DefaultTagger可以将所有token标记为同一个标签(tag)。
sent = "Thanks for your reading!"
tokens = nltk.word_tokenize(sent)
default_tagger = nltk.DefaultTagger('NN')
tagged_words = default_tagger.tag(tokens)
print(tagged_words)
result:
[('Thanks', 'NN'), ('for', 'NN'), ('your', 'NN'), ('reading', 'NN'), ('!', 'NN')]
evaluate函数可以测试这种标记方法的准确率。这里使用brown语料库提供的标记好词性的tagged_sents进行测试:
brown_tagged_sents = brown.tagged_sents(categories='news')
default_tagger = nltk.DefaultTagger('NN')
print(default_tagger.evaluate(brown_tagged_sents))
result:
0.13089484257215028
输入结果说明将所有单词标记为名词(NN)的方法只有13%的准确率,这也说明brown_tagged_sents里名词占13%。
from nltk.tag import UnigramTagger
from nltk.tag import DefaultTagger
from nltk.tag import BigramTagger
from nltk.tag import TrigramTagger
train_data= brown_tagged_sents[:int(len(brown_tagged_sents) * 0.9)]
test_data= brown_tagged_sents[int(len(brown_tagged_sents) * 0.9):]
unigram_tagger = UnigramTagger(train_data,backoff = default_tagger)
print(unigram_tagger.evaluate(test_data))
bigram_tagger= BigramTagger(train_data, backoff = unigram_tagger)
print(bigram_tagger.evaluate(test_data))
trigram_tagger=TrigramTagger(train_data,backoff = bigram_tagger)

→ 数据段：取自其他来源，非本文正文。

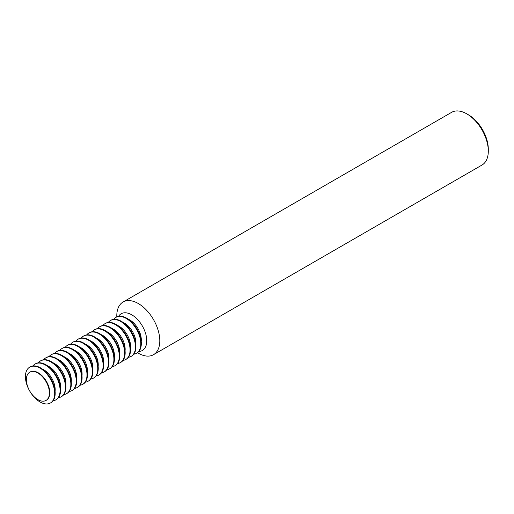 <?xml version="1.0" encoding="UTF-8"?>
<svg xmlns="http://www.w3.org/2000/svg" width="514" height="514" viewBox="0 0 514 514"><rect width="100%" height="100%" fill="white"/><g stroke="black" fill="none" stroke-linecap="round" stroke-linejoin="round"><path stroke-width="0.77" d="M138.864 351.46A21.196 12.233 -120 0 0 142.359 350.477A21.196 12.233 -120 0 0 145.61 333.496A21.196 12.233 -120 0 0 131.764 314.819A21.196 12.233 60 0 1 145.61 333.49A21.196 12.233 60 0 1 142.365 350.477A21.196 12.233 60 0 1 138.864 351.46M138.285 353.189L137.469 352.713L138.285 353.189A30.416 17.56 60 0 0 153.493 354.699L482.003 165.033A30.416 17.56 -120 0 0 488.3 151.11A30.416 17.56 -120 0 0 466.796 113.864L466.796 113.864A30.416 17.56 -120 0 0 451.588 112.354L123.077 302.02A30.416 17.56 60 0 1 138.285 303.523A30.416 17.56 60 0 1 158.158 330.322A30.416 17.56 60 0 1 153.493 354.699M468.517 114.86L466.796 113.864L468.517 114.853A27.974 16.152 60 0 1 468.517 114.86A27.974 16.152 60 0 1 488.3 149.124L488.3 151.11M113.678 319.335A20.708 11.957 60 0 1 115.83 317.414A20.708 11.957 60 0 1 126.187 318.436A20.708 11.957 60 0 1 139.712 336.683A20.708 11.957 60 0 1 136.538 353.272A20.708 11.957 60 0 1 133.794 354.178M115.83 317.414L116.312 317.132A20.708 11.957 60 0 1 126.669 318.16A20.708 11.957 60 0 1 140.193 336.407A20.708 11.957 60 0 1 137.02 352.996L136.538 353.272M128.333 319.226A16.287 9.406 60 0 1 129.791 319.965A16.287 9.406 60 0 1 141.215 341.54M108.293 322.445A20.708 11.957 60 0 1 110.452 320.518A20.708 11.957 60 0 1 120.803 321.546A20.708 11.957 60 0 1 134.327 339.793A20.708 11.957 60 0 1 131.154 356.382A20.708 11.957 60 0 1 128.41 357.288M110.452 320.518L110.934 320.241A20.708 11.957 60 0 1 121.285 321.269A20.708 11.957 60 0 1 134.809 339.51A20.708 11.957 60 0 1 131.635 356.106L131.154 356.382M122.949 322.336A16.287 9.406 60 0 1 124.407 323.068A16.287 9.406 60 0 1 135.831 344.65M102.909 325.548A20.708 11.957 60 0 1 105.068 323.627A20.708 11.957 60 0 1 115.419 324.655A20.708 11.957 60 0 1 128.95 342.896A20.708 11.957 60 0 1 125.776 359.492A20.708 11.957 60 0 1 123.026 360.398M105.068 323.627L105.55 323.351A20.708 11.957 60 0 1 115.901 324.373A20.708 11.957 60 0 1 129.432 342.62A20.708 11.957 60 0 1 126.258 359.215L125.776 359.492M117.565 325.446A16.287 9.406 60 0 1 119.023 326.178A16.287 9.406 60 0 1 130.447 347.76M97.525 328.658A20.708 11.957 60 0 1 99.684 326.737A20.708 11.957 60 0 1 110.035 327.759A20.708 11.957 60 0 1 123.566 346.006A20.708 11.957 60 0 1 120.392 362.601A20.708 11.957 60 0 1 117.648 363.501M99.684 326.737L100.166 326.454A20.708 11.957 60 0 1 110.516 327.482A20.708 11.957 60 0 1 124.047 345.729A20.708 11.957 60 0 1 120.874 362.319L120.392 362.601M112.187 328.555A16.287 9.406 60 0 1 113.639 329.288A16.287 9.406 60 0 1 125.063 350.863M92.147 331.768A20.708 11.957 60 0 1 94.3 329.84A20.708 11.957 60 0 1 104.657 330.868A20.708 11.957 60 0 1 118.181 349.115A20.708 11.957 60 0 1 115.007 365.705A20.708 11.957 60 0 1 112.264 366.611M94.3 329.84L94.782 329.564A20.708 11.957 60 0 1 105.139 330.592A20.708 11.957 60 0 1 118.663 348.833A20.708 11.957 60 0 1 115.489 365.428L115.007 365.705M106.803 331.659A16.287 9.406 60 0 1 108.261 332.397A16.287 9.406 60 0 1 119.685 353.973M86.763 334.871A20.708 11.957 60 0 1 88.916 332.95A20.708 11.957 60 0 1 99.273 333.978A20.708 11.957 60 0 1 112.797 352.225A20.708 11.957 60 0 1 109.623 368.814A20.708 11.957 60 0 1 106.88 369.72M88.916 332.95L89.397 332.674A20.708 11.957 60 0 1 99.755 333.695A20.708 11.957 60 0 1 113.279 351.942A20.708 11.957 60 0 1 110.105 368.538L109.623 368.814M101.419 334.768A16.287 9.406 60 0 1 102.877 335.501A16.287 9.406 60 0 1 114.301 357.082M81.379 337.981A20.708 11.957 60 0 1 83.538 336.06A20.708 11.957 60 0 1 93.889 337.081A20.708 11.957 60 0 1 107.413 355.328A20.708 11.957 60 0 1 104.239 371.924A20.708 11.957 60 0 1 101.496 372.83M83.538 336.06L84.02 335.777A20.708 11.957 60 0 1 94.37 336.805A20.708 11.957 60 0 1 107.895 355.052A20.708 11.957 60 0 1 104.721 371.641L104.239 371.924M96.034 337.878A16.287 9.406 60 0 1 97.493 338.61A16.287 9.406 60 0 1 108.917 360.185M75.995 341.09A20.708 11.957 60 0 1 78.154 339.163A20.708 11.957 60 0 1 88.504 340.191A20.708 11.957 60 0 1 102.035 358.438A20.708 11.957 60 0 1 98.861 375.027A20.708 11.957 60 0 1 96.112 375.933M78.154 339.163L78.636 338.887A20.708 11.957 60 0 1 88.986 339.915A20.708 11.957 60 0 1 102.517 358.162A20.708 11.957 60 0 1 99.343 374.751L98.861 375.027M90.65 340.981A16.287 9.406 60 0 1 92.109 341.72A16.287 9.406 60 0 1 103.532 363.295M70.611 344.2A20.708 11.957 60 0 1 72.77 342.273A20.708 11.957 60 0 1 83.12 343.301A20.708 11.957 60 0 1 96.651 361.548A20.708 11.957 60 0 1 93.477 378.137A20.708 11.957 60 0 1 90.734 379.043M72.77 342.273L73.251 341.996A20.708 11.957 60 0 1 83.602 343.018A20.708 11.957 60 0 1 97.133 361.265A20.708 11.957 60 0 1 93.959 377.861L93.477 378.137M85.273 344.091A16.287 9.406 60 0 1 86.725 344.823A16.287 9.406 60 0 1 98.148 366.405M65.233 347.303A20.708 11.957 60 0 1 67.385 345.382A20.708 11.957 60 0 1 77.742 346.404A20.708 11.957 60 0 1 91.267 364.651A20.708 11.957 60 0 1 88.093 381.247A20.708 11.957 60 0 1 85.35 382.153M67.385 345.382L67.867 345.1A20.708 11.957 60 0 1 78.224 346.128A20.708 11.957 60 0 1 91.749 364.375A20.708 11.957 60 0 1 88.575 380.964L88.093 381.247M79.888 347.201A16.287 9.406 60 0 1 81.347 347.933A16.287 9.406 60 0 1 92.771 369.508M59.849 350.413A20.708 11.957 60 0 1 62.001 348.492A20.708 11.957 60 0 1 72.358 349.514A20.708 11.957 60 0 1 85.883 367.761A20.708 11.957 60 0 1 82.709 384.35A20.708 11.957 60 0 1 79.966 385.256M62.001 348.492L62.49 348.209A20.708 11.957 60 0 1 72.84 349.237A20.708 11.957 60 0 1 86.365 367.484A20.708 11.957 60 0 1 83.191 384.074L82.709 384.35M74.504 350.304A16.287 9.406 60 0 1 75.963 351.043A16.287 9.406 60 0 1 87.386 372.618M54.465 353.523A20.708 11.957 60 0 1 56.624 351.595A20.708 11.957 60 0 1 66.974 352.623A20.708 11.957 60 0 1 80.499 370.87A20.708 11.957 60 0 1 77.325 387.46A20.708 11.957 60 0 1 74.581 388.366M56.624 351.595L57.105 351.319A20.708 11.957 60 0 1 67.456 352.341A20.708 11.957 60 0 1 80.981 370.588A20.708 11.957 60 0 1 77.807 387.183L77.325 387.46M69.12 353.414A16.287 9.406 60 0 1 70.579 354.146A16.287 9.406 60 0 1 82.002 375.728M49.081 356.626A20.708 11.957 60 0 1 51.239 354.705A20.708 11.957 60 0 1 61.59 355.733A20.708 11.957 60 0 1 75.121 373.974A20.708 11.957 60 0 1 71.947 390.569A20.708 11.957 60 0 1 69.197 391.475M51.239 354.705L51.721 354.429A20.708 11.957 60 0 1 62.072 355.45A20.708 11.957 60 0 1 75.603 373.697A20.708 11.957 60 0 1 72.429 390.287L71.947 390.569M63.736 356.523A16.287 9.406 60 0 1 65.194 357.256A16.287 9.406 60 0 1 76.618 378.837M43.696 359.736A20.708 11.957 60 0 1 45.855 357.815A20.708 11.957 60 0 1 56.206 358.836A20.708 11.957 60 0 1 69.737 377.083A20.708 11.957 60 0 1 66.563 393.679A20.708 11.957 60 0 1 63.82 394.579M45.855 357.815L46.337 357.532A20.708 11.957 60 0 1 56.688 358.56A20.708 11.957 60 0 1 70.219 376.807A20.708 11.957 60 0 1 67.045 393.396L66.563 393.679M58.358 359.633A16.287 9.406 60 0 1 59.81 360.365A16.287 9.406 60 0 1 71.24 381.941M38.319 362.845A20.708 11.957 60 0 1 40.471 360.918A20.708 11.957 60 0 1 50.828 361.946A20.708 11.957 60 0 1 64.353 380.193A20.708 11.957 60 0 1 61.179 396.782A20.708 11.957 60 0 1 58.435 397.688M40.471 360.918L40.953 360.642A20.708 11.957 60 0 1 51.31 361.67A20.708 11.957 60 0 1 64.835 379.91A20.708 11.957 60 0 1 61.661 396.506L61.179 396.782M52.974 362.736A16.287 9.406 60 0 1 54.433 363.475A16.287 9.406 60 0 1 65.856 385.05M32.935 365.949A20.708 11.957 60 0 1 35.087 364.028A20.708 11.957 60 0 1 45.444 365.056A20.708 11.957 60 0 1 58.969 383.303A20.708 11.957 60 0 1 55.795 399.892A20.708 11.957 60 0 1 53.051 400.798M35.087 364.028L35.575 363.751A20.708 11.957 60 0 1 45.926 364.773A20.708 11.957 60 0 1 59.451 383.02A20.708 11.957 60 0 1 56.277 399.616L55.795 399.892M47.59 365.846A16.287 9.406 60 0 1 49.048 366.578A16.287 9.406 60 0 1 60.472 388.16M29.947 372.104A16.287 9.406 60 0 1 30.14 371.988A16.287 9.406 60 0 1 38.28 372.798A16.287 9.406 60 0 1 48.92 387.151A16.287 9.406 60 0 1 46.427 400.2A16.287 9.406 60 0 1 46.228 400.31M40.06 368.159A20.708 11.957 60 0 1 53.584 386.406A20.708 11.957 60 0 1 50.411 403.002A20.708 11.957 60 0 1 40.06 401.974A20.708 11.957 60 0 1 26.535 383.727A20.708 11.957 60 0 1 29.709 367.137A20.708 11.957 60 0 1 40.06 368.159M37.888 373.023A16.287 9.406 60 0 1 48.528 387.376A16.287 9.406 60 0 1 46.035 400.425A16.287 9.406 60 0 1 37.888 399.622A16.287 9.406 60 0 1 27.248 385.269A16.287 9.406 60 0 1 29.748 372.213A16.287 9.406 60 0 1 37.888 373.023M29.709 367.137L30.191 366.855A20.708 11.957 60 0 1 40.542 367.883A20.708 11.957 60 0 1 54.066 386.13A20.708 11.957 60 0 1 50.892 402.719L50.411 403.002M42.206 368.956A16.287 9.406 60 0 1 43.664 369.688A16.287 9.406 60 0 1 55.088 391.263M131.764 314.819A21.196 12.233 -120 0 0 121.169 313.771A21.196 12.233 -120 0 0 118.567 316.303A21.196 12.233 60 0 1 121.169 313.765A21.196 12.233 60 0 1 131.764 314.819M116.781 316.887L116.781 315.943A30.416 17.56 60 0 1 123.077 302.02M46.035 400.425L46.427 400.2M29.748 372.213L30.14 371.988"/></g></svg>

print(trigram_tagger.evaluate(test_data))
result:
0.8361407355726104
0.8452108043456593
0.843317053722715
from nltk.tag.sequential import RegexpTagger
regexp_tagger = RegexpTagger(
[( r'^-?[0-9]+(.[0-9]+)?$', 'CD'), # cardinal numbers
( r'(The|the|A|a|An|an)$', 'AT'), # articles
( r'.*able$', 'JJ'), # adjectives
( r'.*ness$', 'NN'), # nouns formed from adj
( r'.*ly$', 'RB'), # adverbs
( r'.*s$', 'NNS'), # plural nouns
( r'.*ing$', 'VBG'), # gerunds
(r'.*ed$', 'VBD'), # past tense verbs
(r'.*', 'NN') # nouns (default)
]) # 前缀r用于防止转义,常用于正则表达式
print((regexp_tagger.evaluate(test_data)))
result:
0.31306687929831556
date_tagger = RegexpTagger([
(r'(\d{2})[/.-](\d{2})[/.-](\d{4})$','DATE'),
(r'\$','MONEY')
])
test = 'I will be coming on sat 10-02-2014 with around 10 $ '.split()
date_tagger.tag(test)
result:
[('I', None),
('will', None),
('be', None),
('coming', None),
('on', None),
('sat', None),
('10-02-2014', 'DATE'),
('with', None),
('around', None),
('10', None),
('$', 'MONEY')]
unigram_tagger = UnigramTagger(train_data,backoff = regexp_tagger)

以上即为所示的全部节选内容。